In retrospect, Dune had seemed like a cursed property since day one. First optioned by Planet of the Apes producer Arthur P. Jacobs in 1972, his big-screen adaptation loitered in development purgatory until his death in 1973 and remained there for the next two years while the producer’s estate ironed out the intricacies of his contractual holdings. Then, in 1975, a French consortium led by a wealthy Parisian with Tinseltown dreams named Michel Seydoux purchased the rights from Jacobs’s estate. He subsequently lured Alejandro Jodorowsky to spin a film from Herbert’s source material.

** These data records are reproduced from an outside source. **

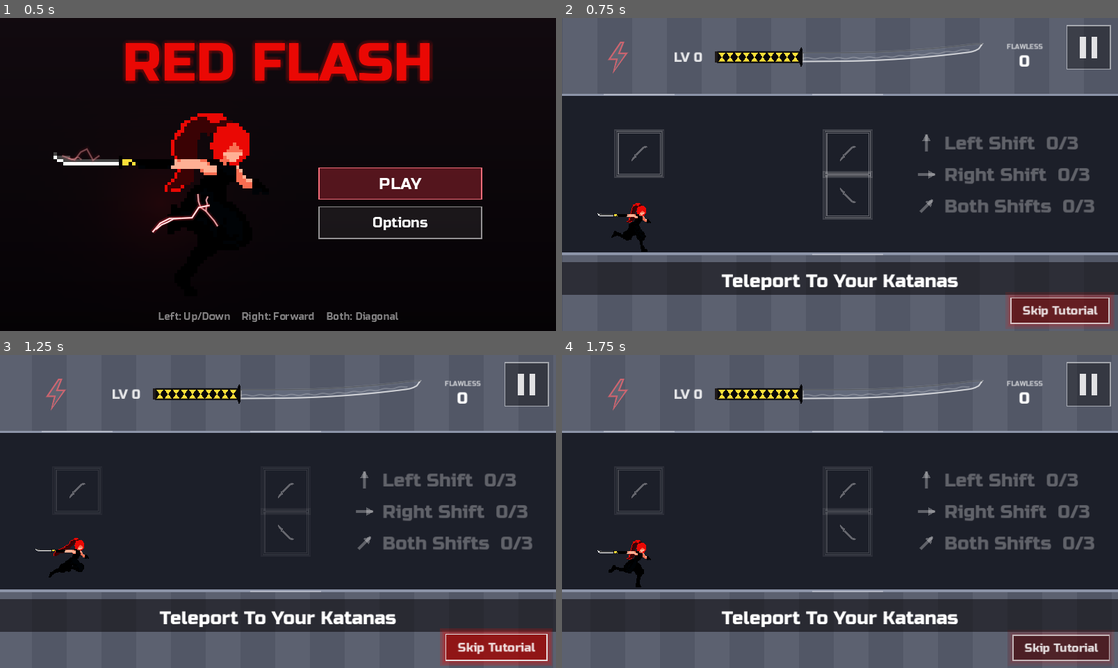
Above: before the commit, frames 1-4 (two rows, left to right).
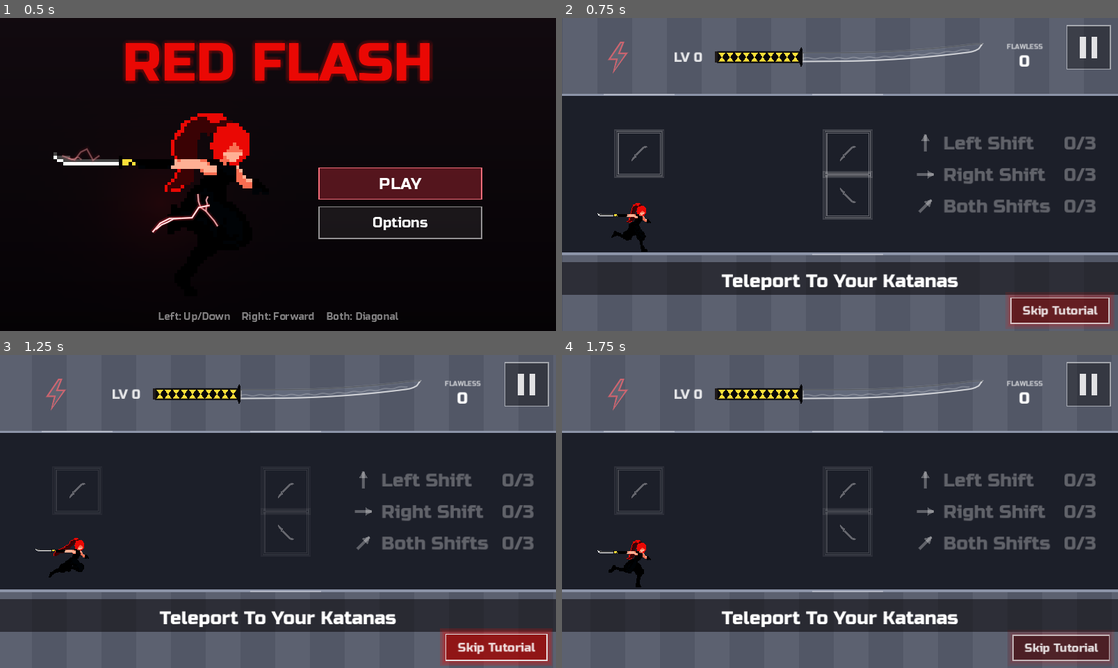
Above: after the commit, the same moments.

Repository: fredsbreads/game-off
Game: Godot game, scene res://scenes/main.tscn
The game is run twice, just before and just after one commit, with the same random seed, the same clock (stepped at 60 frames per second) and the same inputs. Sound files missing from this copy of the repository are replaced by a short silence.
Inputs (mouse positions are in pixels of both pictures, inside the frame that each line leads up to):
- Up to frame 1 (0.5 s): no input
- Up to frame 2 (0.75 s): tap Enter at 0.5 s; move the mouse to (962, 158) at 0.52 s; hold Right from 0.53 s (still down); hold J (tp_vertical) from 0.53 s (still down); click (962, 158) at 0.67 s
- Up to frame 3 (1.25 s): keep holding Right; keep holding J (tp_vertical); tap Space at 0.77 s
- Up to frame 4 (1.75 s): move the mouse to (728, 527) at 1.27 s; release Right at 1.28 s; release J (tp_vertical) at 1.28 s; hold Down from 1.28 s (still down); tap Shift at 1.35 s; tap Space at 1.52 s

Frame 1 is identical in both runs. In frame 2, 1.1% of the frame differs, in the area x 63-96%, y 37-63%; in frame 3, 1.1%; in frame 4, 1.1%.

Commit message:
Shift names only in the tutorial's opening drill; counts right-aligned

Diff:
--- a/scripts/hud.gd
+++ b/scripts/hud.gd
@@ -1123,15 +1123,19 @@
 		["right", "Tap Right" if touch else "Right Shift", Vector2(1, 0)],
 		["both", "Tap Both" if touch else "Both Shifts", (Vector2(1, -1) if up else Vector2(1, 1)).normalized()],
 	]
-	for p in prompts:   # how many of each so far
-		p[1] += "  %d/%d" % [mini(int(_tut_count.get(p[0], 0)), tutorial_reps), tutorial_reps]
+	for p in prompts:   # how many of each so far (drawn apart, right-aligned in a column)
+		p.append("%d/%d" % [mini(int(_tut_count.get(p[0], 0)), tutorial_reps), tutorial_reps])
 	const SIZE := 34
 	const LINE := 58.0
 	const ARROW := 30.0   # the arrow's box (it's drawn in this square, left of the words)
 	const GAP := 18.0
-	var widest := 0.0
+	const COUNT_GAP := 24.0   # between the longest name and the counts
+	var widest_name := 0.0
+	var widest_count := 0.0
 	for p in prompts:
-		widest = maxf(widest, font.get_string_size(p[1], HORIZONTAL_ALIGNMENT_LEFT, -1, SIZE).x)
+		widest_name = maxf(widest_name, font.get_string_size(p[1], HORIZONTAL_ALIGNMENT_LEFT, -1, SIZE).x)
+		widest_count = maxf(widest_count, font.get_string_size(p[3], HORIZONTAL_ALIGNMENT_LEFT, -1, SIZE).x)
+	var widest := widest_name + COUNT_GAP + widest_count
 	# The block, centred on the right side (where "Tap Right" was), its lines centred on the middle.
 	var left := v.x * 0.8 - (ARROW + GAP + widest) / 2.0
 	var top := v.y * 0.5 - LINE
@@ -1145,6 +1149,7 @@
 		var p: Array = prompts[i]
 		var key: String = p[0]
 		var text: String = p[1]
+		var count: String = p[3]
 		var dir: Vector2 = p[2]
 		var lit := _tut_lit.has(key)
 		var t: float = _tut_lit.get(key, 0.0)
@@ -1171,6 +1176,13 @@
 			for j in 12:   # a glow, as the title's
 				c.draw_string(font, pos + Vector2.RIGHT.rotated(j * TAU / 12.0) * 5.0, text, HORIZONTAL_ALIGNMENT_LEFT, -1, size, Color(MainMenu.TITLE_TEXT_RED, 0.08 * fade))
 		c.draw_string(font, pos, text, HORIZONTAL_ALIGNMENT_LEFT, -1, size, col)
+		# The count, its right edge on the block's right edge (grown with the pop like the name).
+		var cw := font.get_string_size(count, HORIZONTAL_ALIGNMENT_LEFT, -1, size).x
+		var cpos := Vector2(left + ARROW + GAP + widest - cw, pos.y)
+		if lit:
+			for j in 12:
+				c.draw_string(font, cpos + Vector2.RIGHT.rotated(j * TAU / 12.0) * 5.0, count, HORIZONTAL_ALIGNMENT_LEFT, -1, size, Color(MainMenu.TITLE_TEXT_RED, 0.08 * fade))
+		c.draw_string(font, cpos, count, HORIZONTAL_ALIGNMENT_LEFT, -1, size, col)
 		if lit and _tut_fizzle >= 0.0:   # sparks off it as it goes
 			var tw := font.get_string_size(text, HORIZONTAL_ALIGNMENT_LEFT, -1, size).x
 			for n in 3:
--- a/scripts/main.gd
+++ b/scripts/main.gd
@@ -539,10 +539,8 @@
 
 ## The move's name as the moves tutorial says it.
 func _move_words(move: int) -> String:
-	if Hud.is_touch():
-		return "Tap " + {Rules.Move.VERTICAL: "Left", Rules.Move.FORWARD: "Right", Rules.Move.DIAGONAL: "Both"}.get(move, "")
-	# (On a keyboard the moves are named by the Shift keys.)
-	return "Press " + {Rules.Move.VERTICAL: "Left Shift", Rules.Move.FORWARD: "Right Shift", Rules.Move.DIAGONAL: "Both Shifts"}.get(move, "")
+	var name: String = {Rules.Move.VERTICAL: "Left", Rules.Move.FORWARD: "Right", Rules.Move.DIAGONAL: "Both"}.get(move, "")
+	return ("Tap " if Hud.is_touch() else "Press ") + name
 
 
 ## The first move that kills from where she is (FORWARD, VERTICAL, DIAGONAL), or NONE.

With little regard for the money it would cost, Jodorowsky assembled a dream team of future-shock artists, including O’Bannon, Giger, comic book artist Moebius, and the legendary Spanish surrealist Salvador Dalí, the latter of which only agreed to work on the project for the insane sum of $100,000 an hour.

Jodorowsky’s costly endeavor soon became too rich and too amorphous (some put the projected running time of his film at 11 hours) for Seydoux to ignore. The plug was eventually pulled. Dune was dead. But then, following the success of Star Wars and the subsequent revived popularity of sci-fi, De Laurentiis stepped up and purchased the rights to Herbert’s book and its sequels for $2 million. All he needed now was a director, which is how Scott found himself sipping espressos with the Italian in late 1979.

In a way, the choice of Scott made perfect sense. Not only had he just delivered the smash sci-fi hit Alien, he had already worked with O’Bannon and Giger, who were still tangentially connected to the project. Fine-tuning the first draft of his Dune script with Wurlitzer, Scott set up a preproduction office at England’s Pinewood Studios. But eventually, the project’s maddeningly glacial pace and constantly moving goalposts seemed too much for him to bear. Or at least that’s what he would end up telling De Laurentiis when he finally resigned from the picture. It wasn’t a lie exactly. But it was a half-truth.

The other half of Scott’s motivation for moving on from Dune was that his older brother, Frank, had recently died from skin cancer. He was just 45 years old. Scott was shattered. He knew that he needed to fully throw himself into directing a movie as a distraction from his grief. Waiting around another two years or more for Dune to begin shooting wasn’t what he needed. What he needed was a film that was ready to go—and ready to go now.

That was when Scott’s mind drifted back to a screenplay from a novice writer named Hampton Fancher that he’d read right before he’d signed on to Dune. The story had been based on sci-fi author Philip K. Dick’s novel Do Androids Dream of Electric Sheep? and was an exceedingly clever and surprisingly romantic futuristic noir about a haunted, Marlowe-like detective who hunts synthetic humans 40 years in the future. Scott hadn’t been able to stop thinking about the story and its rich visual possibilities since. He wondered if the project was still looking for a director. And if it was anywhere closer to the starting gate.